──────── Source material

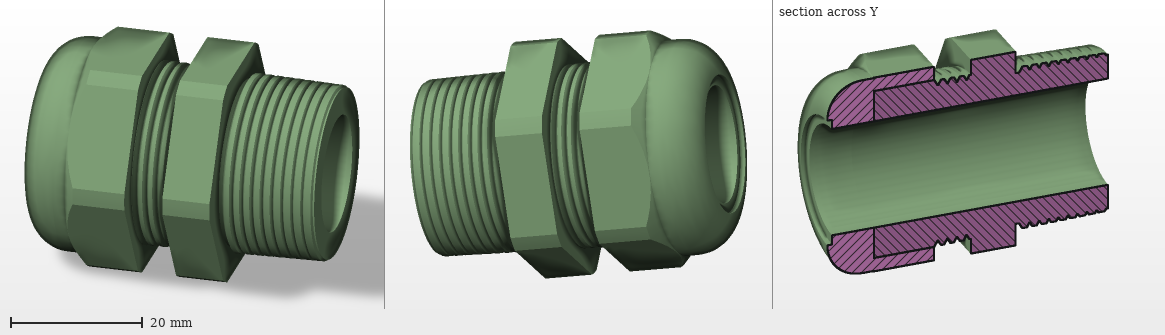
import cadquery as cq
import math


length = 45.95
across_flats = 33.0
across_corners = 36.65
bore_radius = 9.0
hex_sides = 6

dome_radius = 16.45
dome_fillet = 5.7
mouth_radius = 10.57
mouth_depth = 0.8
cap_hex_start = 7.6
cap_chamfer_length = 1.8
cap_end = 17.5

spigot_start = 7.68
flange_start = 23.5
flange_length = 7.4
flange_end = flange_start + flange_length

groove_half_angle = 30.0
crest_radius_at_cap = 14.15
crest_radius_at_end = 13.45

spigot_groove_start = 18.1
spigot_groove_count = 4
spigot_root_radius = 13.25

entry_neck_radius = 12.85
entry_neck_length = 0.5
entry_groove_start = 33.15
entry_groove_count = 8
entry_root_radius = 13.05
tail_groove_position = 45.7
tail_radius = 13.2
thread_pitch = (tail_groove_position - entry_groove_start) / entry_groove_count

flank_run = math.tan(math.radians(groove_half_angle))
crest_slope = (crest_radius_at_end - crest_radius_at_cap) / (length - cap_end)


def crest_radius(x):
    """Radius of the crest cone at station x."""
    return crest_radius_at_cap + crest_slope * (x - cap_end)


def crest_point(x, rise_direction, root_radius):
    """Point where the flank rising from a root at x meets the crest cone."""
    run = rise_direction * flank_run
    height = (crest_radius(x) - root_radius) / (1 - crest_slope * run)
    return (x + run * height, root_radius + height)


def groove_points(x, root_radius):
    """Outline of one V groove: crest, root, crest."""
    return [
        crest_point(x, -1, root_radius),
        (x, root_radius),
        crest_point(x, 1, root_radius),
    ]


def revolve_about_x(profile):
    """Close an outline drawn as (x, radius) and turn it around the X axis."""
    return profile.close().revolve(360, (0, 0, 0), (1, 0, 0))


def hex_prism(start, end):
    """Hexagon along X with flats facing +Z and -Z."""
    corner_diameter = across_flats / math.cos(math.pi / hex_sides)
    return cq.Workplane("YZ", origin=(start, 0, 0)).polygon(hex_sides, corner_diameter).extrude(end - start)


def make_cap_nut():
    """Domed ring with wrench flats, bored for the spigot."""
    dome_centre_radius = dome_radius - dome_fillet
    arc_middle = dome_fillet * math.sqrt(0.5)
    corner_radius = across_corners / 2
    outline = (
        cq.Workplane("XY")
        .moveTo(mouth_depth, bore_radius)
        .lineTo(mouth_depth, mouth_radius)
        .lineTo(0, mouth_radius)
        .lineTo(0, dome_centre_radius)
        .threePointArc(
            (dome_fillet - arc_middle, dome_centre_radius + arc_middle),
            (dome_fillet, dome_radius),
        )
        .lineTo(cap_hex_start, dome_radius)
        .lineTo(cap_hex_start + cap_chamfer_length, corner_radius)
        .lineTo(cap_end, corner_radius)
        .lineTo(cap_end, crest_radius_at_cap)
        .lineTo(spigot_start, crest_radius_at_cap)
        .lineTo(spigot_start, bore_radius)
    )
    return revolve_about_x(outline).intersect(hex_prism(0, cap_end))


def make_spigot():
    """Plain inside the cap nut, grooved between the nut and the flange."""
    points = [
        (spigot_start, bore_radius),
        (spigot_start, crest_radius_at_cap),
        (cap_end, crest_radius_at_cap),
    ]
    for i in range(spigot_groove_count):
        points += groove_points(spigot_groove_start + i * thread_pitch, spigot_root_radius)
    points += [
        (flange_start, crest_radius(flange_start)),
        (flange_start, bore_radius),
    ]
    return revolve_about_x(cq.Workplane("XY").polyline(points))


def make_flange():
    """Hexagonal flange whose corners are turned down to a cylinder."""
    rounded_corners = (
        cq.Workplane("YZ", origin=(flange_start, 0, 0))
        .circle(across_corners / 2)
        .circle(bore_radius)
        .extrude(flange_length)
    )
    return rounded_corners.intersect(hex_prism(flange_start, flange_end))


def make_entry_thread():
    """Grooved tail of the body behind a short neck."""
    neck_end = flange_end + entry_neck_length
    points = [
        (flange_end, bore_radius),
        (flange_end, entry_neck_radius),
        (neck_end, entry_neck_radius),
        crest_point(neck_end, 1, entry_neck_radius),
    ]
    for i in range(entry_groove_count):
        points += groove_points(entry_groove_start + i * thread_pitch, entry_root_radius)
    points += [
        crest_point(tail_groove_position, -1, entry_root_radius),
        (tail_groove_position, entry_root_radius),
        (length, tail_radius),
        (length, bore_radius),
    ]
    return revolve_about_x(cq.Workplane("XY").polyline(points))


def make_body():
    """Spigot, flange and entry thread joined as one solid."""
    return make_spigot().union(make_flange()).union(make_entry_thread())


cap_nut = make_cap_nut()
body = make_body()

result = cq.Compound.makeCompound([cap_nut.solids().val(), body.solids().val()])
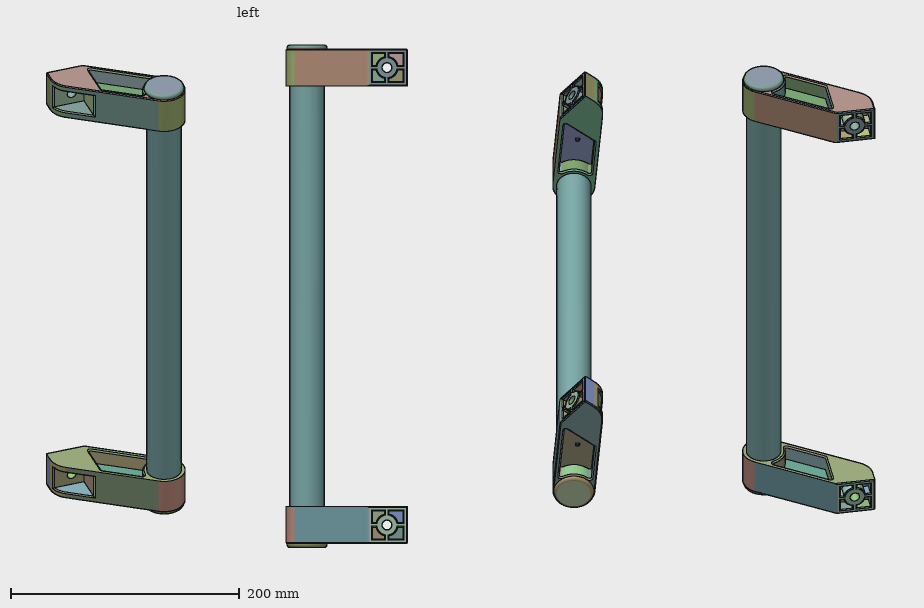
import cadquery as cq
import math

overall_length = 439.0
cap_height = 3.5
cap_diameter = 35.0
cap_edge_radius = 2.5
tube_diameter = 30.5

end_radius = 18.5
mount_x = -60.0
foot_y = -88.0
arm_angle = math.radians(55)
foot_radius = 19.8
bracket_height = 32.5
rim_chamfer = 1.0

web_thickness = 5.3
arm_wall = 4.5
socket_radius = 19.0
shoulder_distance = 15.0
pocket_y = foot_y + 36.5
pocket_corner_radius = 1.5
pocket_chamfer = 1.5
dimple_diameter = 4.0
dimple_depth = 1.8
dimple_x = -24.5
dimple_y = -34.5

mount_depth = 11.5
mount_wall = 4.0
mount_width = 34.5
mount_chamfer = 1.0
screw_y = foot_y + 18.0
screw_diameter = 8.5
boss_diameter = 19.5
rib_thickness = 4.0
access_x = mount_x + 16.2
access_top_y = foot_y + 29.5
access_height = 20.5
access_chamfer = 1.1

tolerance = 0.0005

bracket_top = overall_length / 2 - cap_height
bracket_bottom = bracket_top - bracket_height
bracket_mid = (bracket_top + bracket_bottom) / 2
web_top = bracket_mid + web_thickness / 2
pocket_depth = (bracket_height - web_thickness) / 2
cos_arm = math.cos(arm_angle)
sin_arm = math.sin(arm_angle)


def arm_side_y(offset, x):
    """Y at a given X on the line along the arm, offset from its centre line toward -X, +Y."""
    return x * sin_arm / cos_arm + offset / cos_arm


def arm_side_x(offset, y):
    """X at a given Y on the same line."""
    return (y * cos_arm - offset) / sin_arm


def tangent_point(offset):
    """Foot of the perpendicular from the tube axis to the line along the arm."""
    return (-offset * sin_arm, offset * cos_arm)


def make_bracket_blank():
    foot_corner_x = arm_side_x(-end_radius, foot_y)
    blank = (
        cq.Workplane("XY", origin=(0, 0, bracket_bottom))
        .moveTo(mount_x, foot_y)
        .lineTo(foot_corner_x, foot_y)
        .lineTo(*tangent_point(-end_radius))
        .threePointArc((end_radius * cos_arm, end_radius * sin_arm), tangent_point(end_radius))
        .lineTo(mount_x, arm_side_y(end_radius, mount_x))
        .close()
        .extrude(bracket_height)
    )
    foot_edge = cq.selectors.NearestToPointSelector((foot_corner_x, foot_y, bracket_mid))
    blank = blank.edges(foot_edge).fillet(foot_radius)
    return blank.faces(">Z or <X").edges().chamfer(rim_chamfer)


def make_arm_pocket():
    """Cap-side pocket between the foot and the round tube socket."""
    half_width = end_radius - arm_wall
    shoulder_x = shoulder_distance * cos_arm
    shoulder_y = shoulder_distance * sin_arm
    side_x, side_y = tangent_point(half_width)
    floor_plane = cq.Workplane("XY", origin=(0, 0, web_top))
    pocket = (
        floor_plane
        .moveTo(arm_side_x(half_width, pocket_y), pocket_y)
        .lineTo(arm_side_x(-half_width, pocket_y), pocket_y)
        .lineTo(-side_x - shoulder_x, -side_y - shoulder_y)
        .lineTo(side_x - shoulder_x, side_y - shoulder_y)
        .close()
        .extrude(pocket_depth)
    )
    socket = floor_plane.circle(socket_radius).extrude(pocket_depth)
    return pocket.cut(socket).edges("|Z").fillet(pocket_corner_radius)


def make_mount_recess():
    """Recess in the mounting face, leaving a screw boss and four ribs."""
    floor_height = bracket_height - 2 * mount_wall
    floor_width = mount_width - 2 * mount_wall
    middle_y = foot_y + mount_width / 2

    def block(middle, width, height):
        return (
            cq.Workplane("YZ", origin=(mount_x, middle, bracket_mid))
            .rect(width, height)
            .extrude(mount_depth)
        )

    boss = (
        cq.Workplane("YZ", origin=(mount_x, screw_y, bracket_mid))
        .circle(boss_diameter / 2)
        .extrude(mount_depth)
    )
    level_rib = block(middle_y, floor_width, rib_thickness)
    upright_rib = block(screw_y, rib_thickness, floor_height)
    return block(middle_y, floor_width, floor_height).cut(boss).cut(level_rib).cut(upright_rib)


def make_screw_access():
    """Opening for the screw head, through the rounded side of the foot."""
    length = -access_x
    return (
        cq.Workplane("XZ", origin=(access_x + length / 2, access_top_y, bracket_mid))
        .rect(length, access_height)
        .extrude(access_top_y - foot_y)
    )


def lies_on(edge, surface):
    """True if the start, middle and end of the edge are all on the surface."""
    points = [edge.positionAt(fraction) for fraction in (0, 0.5, 1)]
    return all(surface.distance(cq.Vertex.makeVertex(*point.toTuple())) < tolerance for point in points)


def cut_chamfered(body, cutter, chamfer):
    """Cut a recess into the body and chamfer the edges where it opens on the body's surface."""
    body_surface = cq.Compound.makeCompound(body.shells().vals())
    recess_surface = cq.Compound.makeCompound(cutter.shells().vals())
    cut_body = body.cut(cutter)
    rim = [
        edge for edge in cut_body.edges().vals()
        if lies_on(edge, body_surface) and lies_on(edge, recess_surface)
    ]
    return cut_body.newObject(rim).chamfer(chamfer)


def make_bracket():
    screw_hole = (
        cq.Workplane("YZ", origin=(mount_x, screw_y, bracket_mid))
        .circle(screw_diameter / 2)
        .extrude(access_x - mount_x)
    )
    dimple = (
        cq.Workplane("XY", origin=(dimple_x, dimple_y, web_top))
        .circle(dimple_diameter / 2)
        .extrude(-dimple_depth)
    )
    pocket = make_arm_pocket()
    bracket = make_bracket_blank()
    bracket = cut_chamfered(bracket, make_screw_access(), access_chamfer)
    bracket = cut_chamfered(bracket, make_mount_recess(), mount_chamfer)
    bracket = cut_chamfered(bracket, pocket, pocket_chamfer)
    bracket = cut_chamfered(bracket, pocket.mirror("XY", (0, 0, bracket_mid)), pocket_chamfer)
    bracket = bracket.cut(screw_hole).cut(dimple).cut(dimple.mirror("XY", (0, 0, bracket_mid)))
    tube_bore = (
        cq.Workplane("XY", origin=(0, 0, bracket_bottom))
        .circle(tube_diameter / 2)
        .extrude(bracket_height)
    )
    return bracket.cut(tube_bore)


def make_cap():
    cap = cq.Workplane("XY", origin=(0, 0, bracket_top)).circle(cap_diameter / 2).extrude(cap_height)
    return cap.faces(">Z").edges().fillet(cap_edge_radius)


def make_tube():
    return (
        cq.Workplane("XY", origin=(0, 0, -bracket_top))
        .circle(tube_diameter / 2)
        .extrude(2 * bracket_top)
    )


def both_ends(upper_body):
    """The solid at the upper end and its mirror image at the lower end."""
    upper = upper_body.solids()
    return [upper.val(), upper.val().mirror("XY")]


tube = make_tube()
brackets = both_ends(make_bracket())
caps = both_ends(make_cap())

result = cq.Compound.makeCompound([tube.val(), *brackets, *caps])

────────────────

Exercise brief:
Would you output, from the records above, exactly the run of lines that starts at the line containing "blank = blank.edges(foot_edge).fillet(foot_radius)" and ends at the line containing "floor_width = mount_width", and only that run?

Exercise output:
    blank = blank.edges(foot_edge).fillet(foot_radius)
    return blank.faces(">Z or <X").edges().chamfer(rim_chamfer)


def make_arm_pocket():
    """Cap-side pocket between the foot and the round tube socket."""
    half_width = end_radius - arm_wall
    shoulder_x = shoulder_distance * cos_arm
    shoulder_y = shoulder_distance * sin_arm
    side_x, side_y = tangent_point(half_width)
    floor_plane = cq.Workplane("XY", origin=(0, 0, web_top))
    pocket = (
        floor_plane
        .moveTo(arm_side_x(half_width, pocket_y), pocket_y)
        .lineTo(arm_side_x(-half_width, pocket_y), pocket_y)
        .lineTo(-side_x - shoulder_x, -side_y - shoulder_y)
        .lineTo(side_x - shoulder_x, side_y - shoulder_y)
        .close()
        .extrude(pocket_depth)
    )
    socket = floor_plane.circle(socket_radius).extrude(pocket_depth)
    return pocket.cut(socket).edges("|Z").fillet(pocket_corner_radius)


def make_mount_recess():
    """Recess in the mounting face, leaving a screw boss and four ribs."""
    floor_height = bracket_height - 2 * mount_wall
    floor_width = mount_width - 2 * mount_wall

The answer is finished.